薑玉成才不信,他這位太子表兄可是曾經在敵軍中殺人無數,來去自由的,連犧牲陣前的老將屍體都能帶回來,怎麽可能隻帶得了蘇小懋一個?這人瘦的跟貓似的,根本用不了多大勁,再加上一個他怎麽了?
太子表兄就是故意的!故意寵愛蘇小懋,不稀罕他!
太子一點都不體貼表弟,也沒管表弟在想什麽,顧自說完就帶著蘇懋往前借力縱躍了,那架勢好像在說——孤沒說不行,你有本事就自己跟上來。
蘇懋:……
他連自己的主都做不了,哪敢做太子的主,可此情此景,不做點什麽好像又過意不去,太子飛的太快,他受了驚,嗓子有些卡,說不出話,情急之下,隻來的及折了枝小樹杈扔了出去。
薑玉成:……
好你個蘇小懋!不但不講義氣的扔下我一個人,還支使我!
這哪裡是什麽順手折的樹杈子,這是告訴他——別歇著,繼續查!
瞧不起誰呢?哼,你們等著的,看我怎麽出這口氣!不行,我得查點更厲害的東西出來……
小郡王轉了轉眼珠子,決定先回家吃頓飽飯,問問娘太子表兄怎麽回事,以前也是這種惡劣性子麽?還是這裡頭有事……可不是頭一回,太子表兄對蘇懋這麽好了。

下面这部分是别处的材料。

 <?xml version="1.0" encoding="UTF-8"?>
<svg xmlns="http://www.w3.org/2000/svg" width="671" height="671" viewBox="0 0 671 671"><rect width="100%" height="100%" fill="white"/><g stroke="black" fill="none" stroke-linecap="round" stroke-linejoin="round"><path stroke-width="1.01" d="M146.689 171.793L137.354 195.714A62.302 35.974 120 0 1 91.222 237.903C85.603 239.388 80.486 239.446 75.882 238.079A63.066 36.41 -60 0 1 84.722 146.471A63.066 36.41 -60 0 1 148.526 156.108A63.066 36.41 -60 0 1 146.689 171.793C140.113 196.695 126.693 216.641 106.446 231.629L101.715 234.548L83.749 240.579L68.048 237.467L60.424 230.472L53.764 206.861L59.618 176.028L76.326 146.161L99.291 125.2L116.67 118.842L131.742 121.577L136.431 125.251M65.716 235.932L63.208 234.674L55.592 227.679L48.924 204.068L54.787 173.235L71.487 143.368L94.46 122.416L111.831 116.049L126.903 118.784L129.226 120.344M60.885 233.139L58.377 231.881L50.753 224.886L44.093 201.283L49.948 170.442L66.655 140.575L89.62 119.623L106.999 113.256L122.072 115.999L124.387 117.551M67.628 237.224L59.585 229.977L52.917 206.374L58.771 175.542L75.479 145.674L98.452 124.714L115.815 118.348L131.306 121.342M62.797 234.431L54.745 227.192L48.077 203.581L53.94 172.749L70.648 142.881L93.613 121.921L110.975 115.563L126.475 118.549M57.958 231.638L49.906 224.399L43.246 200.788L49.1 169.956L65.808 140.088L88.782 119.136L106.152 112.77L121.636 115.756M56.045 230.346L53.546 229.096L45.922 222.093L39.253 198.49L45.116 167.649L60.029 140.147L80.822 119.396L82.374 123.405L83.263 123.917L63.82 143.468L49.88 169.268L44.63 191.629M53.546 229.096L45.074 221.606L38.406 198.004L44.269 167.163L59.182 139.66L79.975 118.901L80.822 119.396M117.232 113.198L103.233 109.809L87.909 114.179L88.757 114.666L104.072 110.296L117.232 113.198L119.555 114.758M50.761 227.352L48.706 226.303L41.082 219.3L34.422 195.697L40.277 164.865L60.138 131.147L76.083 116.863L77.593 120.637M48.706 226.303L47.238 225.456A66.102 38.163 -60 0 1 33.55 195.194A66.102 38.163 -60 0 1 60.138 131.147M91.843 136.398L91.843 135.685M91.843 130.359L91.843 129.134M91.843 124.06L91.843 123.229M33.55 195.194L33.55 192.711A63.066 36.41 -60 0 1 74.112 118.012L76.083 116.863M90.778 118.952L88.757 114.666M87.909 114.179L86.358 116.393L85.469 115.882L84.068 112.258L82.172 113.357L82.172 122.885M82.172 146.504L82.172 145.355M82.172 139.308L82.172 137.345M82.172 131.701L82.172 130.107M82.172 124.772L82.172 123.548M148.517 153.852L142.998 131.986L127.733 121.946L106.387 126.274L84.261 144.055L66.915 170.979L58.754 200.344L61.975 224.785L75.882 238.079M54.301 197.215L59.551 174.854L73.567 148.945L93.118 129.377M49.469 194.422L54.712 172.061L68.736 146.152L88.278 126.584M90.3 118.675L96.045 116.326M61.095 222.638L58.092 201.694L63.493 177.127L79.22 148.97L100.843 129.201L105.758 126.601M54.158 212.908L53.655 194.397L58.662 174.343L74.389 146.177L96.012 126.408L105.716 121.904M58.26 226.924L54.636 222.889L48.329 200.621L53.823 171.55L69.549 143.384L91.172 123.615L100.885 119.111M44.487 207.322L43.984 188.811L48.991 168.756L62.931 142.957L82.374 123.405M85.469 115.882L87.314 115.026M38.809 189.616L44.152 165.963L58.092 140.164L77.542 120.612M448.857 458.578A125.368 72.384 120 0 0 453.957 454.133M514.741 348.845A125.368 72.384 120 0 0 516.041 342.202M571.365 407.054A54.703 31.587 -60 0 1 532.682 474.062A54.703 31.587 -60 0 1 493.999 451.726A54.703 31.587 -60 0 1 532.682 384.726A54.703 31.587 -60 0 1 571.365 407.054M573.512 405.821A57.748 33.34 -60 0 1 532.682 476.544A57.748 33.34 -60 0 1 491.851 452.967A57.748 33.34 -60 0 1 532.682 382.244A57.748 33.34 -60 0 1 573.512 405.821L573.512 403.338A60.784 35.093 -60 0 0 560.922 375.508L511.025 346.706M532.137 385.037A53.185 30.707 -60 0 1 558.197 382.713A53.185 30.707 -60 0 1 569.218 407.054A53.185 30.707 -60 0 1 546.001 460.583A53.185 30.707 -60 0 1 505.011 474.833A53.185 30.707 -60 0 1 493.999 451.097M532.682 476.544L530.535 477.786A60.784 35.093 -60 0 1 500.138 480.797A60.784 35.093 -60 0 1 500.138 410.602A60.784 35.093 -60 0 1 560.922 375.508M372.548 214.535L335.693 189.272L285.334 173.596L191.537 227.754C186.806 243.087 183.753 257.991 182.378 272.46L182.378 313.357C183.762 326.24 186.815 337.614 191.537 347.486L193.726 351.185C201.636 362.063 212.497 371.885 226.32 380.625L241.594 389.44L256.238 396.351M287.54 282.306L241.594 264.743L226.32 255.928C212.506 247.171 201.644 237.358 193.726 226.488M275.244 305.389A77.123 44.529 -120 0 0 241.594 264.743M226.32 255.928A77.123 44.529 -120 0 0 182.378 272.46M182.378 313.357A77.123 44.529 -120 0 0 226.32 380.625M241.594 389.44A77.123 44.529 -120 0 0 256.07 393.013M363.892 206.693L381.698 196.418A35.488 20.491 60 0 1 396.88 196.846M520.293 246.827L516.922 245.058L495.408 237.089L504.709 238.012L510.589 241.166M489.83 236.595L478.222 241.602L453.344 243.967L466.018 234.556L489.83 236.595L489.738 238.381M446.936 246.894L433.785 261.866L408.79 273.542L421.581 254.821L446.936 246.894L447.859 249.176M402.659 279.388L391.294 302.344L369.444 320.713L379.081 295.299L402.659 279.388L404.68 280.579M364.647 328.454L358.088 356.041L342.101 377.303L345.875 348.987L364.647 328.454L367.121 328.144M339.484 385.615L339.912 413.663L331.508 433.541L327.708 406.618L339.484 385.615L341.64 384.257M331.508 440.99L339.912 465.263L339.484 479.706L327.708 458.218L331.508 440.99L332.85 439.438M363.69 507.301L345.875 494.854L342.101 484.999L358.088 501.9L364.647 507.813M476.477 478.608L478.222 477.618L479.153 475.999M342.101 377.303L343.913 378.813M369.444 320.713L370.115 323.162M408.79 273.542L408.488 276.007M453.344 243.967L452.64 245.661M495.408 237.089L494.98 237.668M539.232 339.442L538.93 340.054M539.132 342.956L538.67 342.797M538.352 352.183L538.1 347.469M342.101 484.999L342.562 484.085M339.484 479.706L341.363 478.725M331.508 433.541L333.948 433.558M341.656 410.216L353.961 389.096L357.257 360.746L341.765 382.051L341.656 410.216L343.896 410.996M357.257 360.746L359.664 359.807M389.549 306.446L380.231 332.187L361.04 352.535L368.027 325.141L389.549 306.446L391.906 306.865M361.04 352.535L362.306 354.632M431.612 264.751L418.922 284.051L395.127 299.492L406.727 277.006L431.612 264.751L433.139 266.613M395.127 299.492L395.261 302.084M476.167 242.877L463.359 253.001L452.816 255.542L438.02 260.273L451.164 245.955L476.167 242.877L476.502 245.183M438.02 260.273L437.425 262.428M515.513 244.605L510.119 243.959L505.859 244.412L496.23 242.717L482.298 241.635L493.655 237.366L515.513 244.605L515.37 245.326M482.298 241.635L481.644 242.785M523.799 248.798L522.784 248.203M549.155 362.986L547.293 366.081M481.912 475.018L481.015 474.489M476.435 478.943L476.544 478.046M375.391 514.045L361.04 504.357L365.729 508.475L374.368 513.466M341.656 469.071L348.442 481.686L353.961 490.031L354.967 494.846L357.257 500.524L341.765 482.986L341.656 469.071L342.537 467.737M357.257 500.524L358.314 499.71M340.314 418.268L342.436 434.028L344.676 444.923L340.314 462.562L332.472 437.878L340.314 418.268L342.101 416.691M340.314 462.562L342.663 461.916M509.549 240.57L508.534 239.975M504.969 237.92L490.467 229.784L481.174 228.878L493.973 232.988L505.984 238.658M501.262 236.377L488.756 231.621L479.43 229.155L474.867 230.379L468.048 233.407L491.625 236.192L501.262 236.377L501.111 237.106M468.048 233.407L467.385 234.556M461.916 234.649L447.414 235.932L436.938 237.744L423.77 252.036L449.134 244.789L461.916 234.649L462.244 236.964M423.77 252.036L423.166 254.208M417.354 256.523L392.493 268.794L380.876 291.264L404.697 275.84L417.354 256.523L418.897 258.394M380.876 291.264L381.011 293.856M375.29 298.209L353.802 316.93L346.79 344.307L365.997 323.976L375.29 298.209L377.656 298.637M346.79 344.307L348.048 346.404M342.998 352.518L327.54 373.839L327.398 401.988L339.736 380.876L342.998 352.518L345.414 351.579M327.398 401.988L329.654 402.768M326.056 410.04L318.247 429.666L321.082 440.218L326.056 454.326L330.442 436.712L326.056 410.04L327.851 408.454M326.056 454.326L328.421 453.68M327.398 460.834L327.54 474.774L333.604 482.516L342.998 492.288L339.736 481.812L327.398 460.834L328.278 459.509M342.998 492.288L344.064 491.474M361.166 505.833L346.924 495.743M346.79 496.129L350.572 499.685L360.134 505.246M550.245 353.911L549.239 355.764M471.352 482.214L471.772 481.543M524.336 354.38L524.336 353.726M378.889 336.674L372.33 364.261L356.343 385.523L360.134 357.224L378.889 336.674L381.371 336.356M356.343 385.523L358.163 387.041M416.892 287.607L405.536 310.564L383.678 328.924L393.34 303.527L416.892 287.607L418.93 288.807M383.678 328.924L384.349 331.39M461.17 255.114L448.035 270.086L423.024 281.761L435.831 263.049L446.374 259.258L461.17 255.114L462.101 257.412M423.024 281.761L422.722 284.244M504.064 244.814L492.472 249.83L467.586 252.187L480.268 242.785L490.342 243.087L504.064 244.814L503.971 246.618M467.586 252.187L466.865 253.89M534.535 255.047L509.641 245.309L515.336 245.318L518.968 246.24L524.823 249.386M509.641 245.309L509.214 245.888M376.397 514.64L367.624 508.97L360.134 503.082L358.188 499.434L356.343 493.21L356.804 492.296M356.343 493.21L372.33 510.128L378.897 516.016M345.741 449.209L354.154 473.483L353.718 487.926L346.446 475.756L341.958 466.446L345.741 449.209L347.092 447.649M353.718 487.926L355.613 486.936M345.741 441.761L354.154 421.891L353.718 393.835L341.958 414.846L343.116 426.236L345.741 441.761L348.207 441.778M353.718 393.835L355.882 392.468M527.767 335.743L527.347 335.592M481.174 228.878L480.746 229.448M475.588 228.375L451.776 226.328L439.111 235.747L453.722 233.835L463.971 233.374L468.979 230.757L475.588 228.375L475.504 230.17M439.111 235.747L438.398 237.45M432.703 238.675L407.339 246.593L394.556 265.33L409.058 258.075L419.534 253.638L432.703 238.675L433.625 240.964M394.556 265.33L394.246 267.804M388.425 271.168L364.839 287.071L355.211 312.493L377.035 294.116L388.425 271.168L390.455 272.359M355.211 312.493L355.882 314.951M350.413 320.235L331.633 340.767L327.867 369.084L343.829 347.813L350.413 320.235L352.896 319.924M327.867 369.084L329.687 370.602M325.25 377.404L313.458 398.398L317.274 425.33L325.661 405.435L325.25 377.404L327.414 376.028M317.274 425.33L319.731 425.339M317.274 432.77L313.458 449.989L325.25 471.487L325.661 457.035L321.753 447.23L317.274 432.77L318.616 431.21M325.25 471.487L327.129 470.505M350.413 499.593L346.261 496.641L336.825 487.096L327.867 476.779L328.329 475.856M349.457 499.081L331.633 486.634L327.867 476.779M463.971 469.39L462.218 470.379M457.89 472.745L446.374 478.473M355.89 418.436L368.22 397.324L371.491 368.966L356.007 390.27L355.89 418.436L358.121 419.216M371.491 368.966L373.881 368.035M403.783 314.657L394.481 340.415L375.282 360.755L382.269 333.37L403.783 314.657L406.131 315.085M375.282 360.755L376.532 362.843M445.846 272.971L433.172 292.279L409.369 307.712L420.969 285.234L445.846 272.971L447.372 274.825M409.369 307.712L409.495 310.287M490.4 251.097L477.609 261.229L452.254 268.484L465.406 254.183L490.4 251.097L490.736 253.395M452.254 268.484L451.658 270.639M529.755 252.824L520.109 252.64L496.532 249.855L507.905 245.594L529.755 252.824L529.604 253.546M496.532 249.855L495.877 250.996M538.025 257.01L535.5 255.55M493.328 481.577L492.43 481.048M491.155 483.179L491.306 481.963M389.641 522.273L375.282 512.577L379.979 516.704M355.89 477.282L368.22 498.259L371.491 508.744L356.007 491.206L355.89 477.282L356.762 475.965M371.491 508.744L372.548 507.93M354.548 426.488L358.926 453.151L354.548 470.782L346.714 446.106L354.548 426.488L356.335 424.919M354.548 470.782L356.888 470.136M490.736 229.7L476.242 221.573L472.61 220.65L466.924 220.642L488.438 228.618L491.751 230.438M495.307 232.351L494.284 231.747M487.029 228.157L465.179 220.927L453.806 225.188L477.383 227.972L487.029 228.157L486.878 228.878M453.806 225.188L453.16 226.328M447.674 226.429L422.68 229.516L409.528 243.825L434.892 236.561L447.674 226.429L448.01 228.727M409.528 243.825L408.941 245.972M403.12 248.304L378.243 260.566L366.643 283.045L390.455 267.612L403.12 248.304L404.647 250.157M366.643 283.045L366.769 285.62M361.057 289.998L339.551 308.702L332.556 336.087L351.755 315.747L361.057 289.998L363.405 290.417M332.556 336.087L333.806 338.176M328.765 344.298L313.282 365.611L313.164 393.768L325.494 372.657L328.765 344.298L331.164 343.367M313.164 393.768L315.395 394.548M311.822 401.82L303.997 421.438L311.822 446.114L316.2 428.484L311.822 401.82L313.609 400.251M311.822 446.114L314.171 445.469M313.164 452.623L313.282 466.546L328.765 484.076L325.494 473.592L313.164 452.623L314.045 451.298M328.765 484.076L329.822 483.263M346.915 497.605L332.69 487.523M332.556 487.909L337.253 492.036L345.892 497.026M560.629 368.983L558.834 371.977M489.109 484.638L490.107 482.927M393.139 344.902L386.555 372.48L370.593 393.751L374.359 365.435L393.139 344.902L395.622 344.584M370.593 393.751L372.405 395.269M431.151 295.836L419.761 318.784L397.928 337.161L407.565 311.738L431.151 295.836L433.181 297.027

再看看今天剩下來的時間能做點什麽,今晚不睡了,就不信找不到厲害的線索!
蘇懋和太子跟著李德來,就見這人遊魚似的在街上穿行,看似不疾不徐,和普通人逛街沒什麽兩樣,但他其實有很強的目的性,不管中間怎麽曲折,最終方向始終沒有變過。
這個人很年輕,看起來將將及冠的樣子,人略瘦,相貌普通,氣質也普通,從外表看完全看不出來跟太監有什麽關系,出這樣的路線,明顯為人很謹慎。
但也就是這樣曲折的路線,讓蘇懋和太子更加認為,他接下來辦的事,絕非一般。
走了很久,李德來終於停下了,折到一處環境並不怎麽好的巷子裡,和一堆小混混見面。
也不能說是混混。
蘇懋被太子攬在懷裡,安靜停在不遠處牆頭。走了這麽久,天色已暗,借由夜色籠罩,他們只要不停在特別顯眼的地方,不大聲說話,就不會被發現。
他看著這些人,很快就發現,這些人只是氣質穿著不怎麽講究,看起來像混混,但又不是普通的街溜子的那種,他們有頭領,下面的人很聽話,看起來像小有組織……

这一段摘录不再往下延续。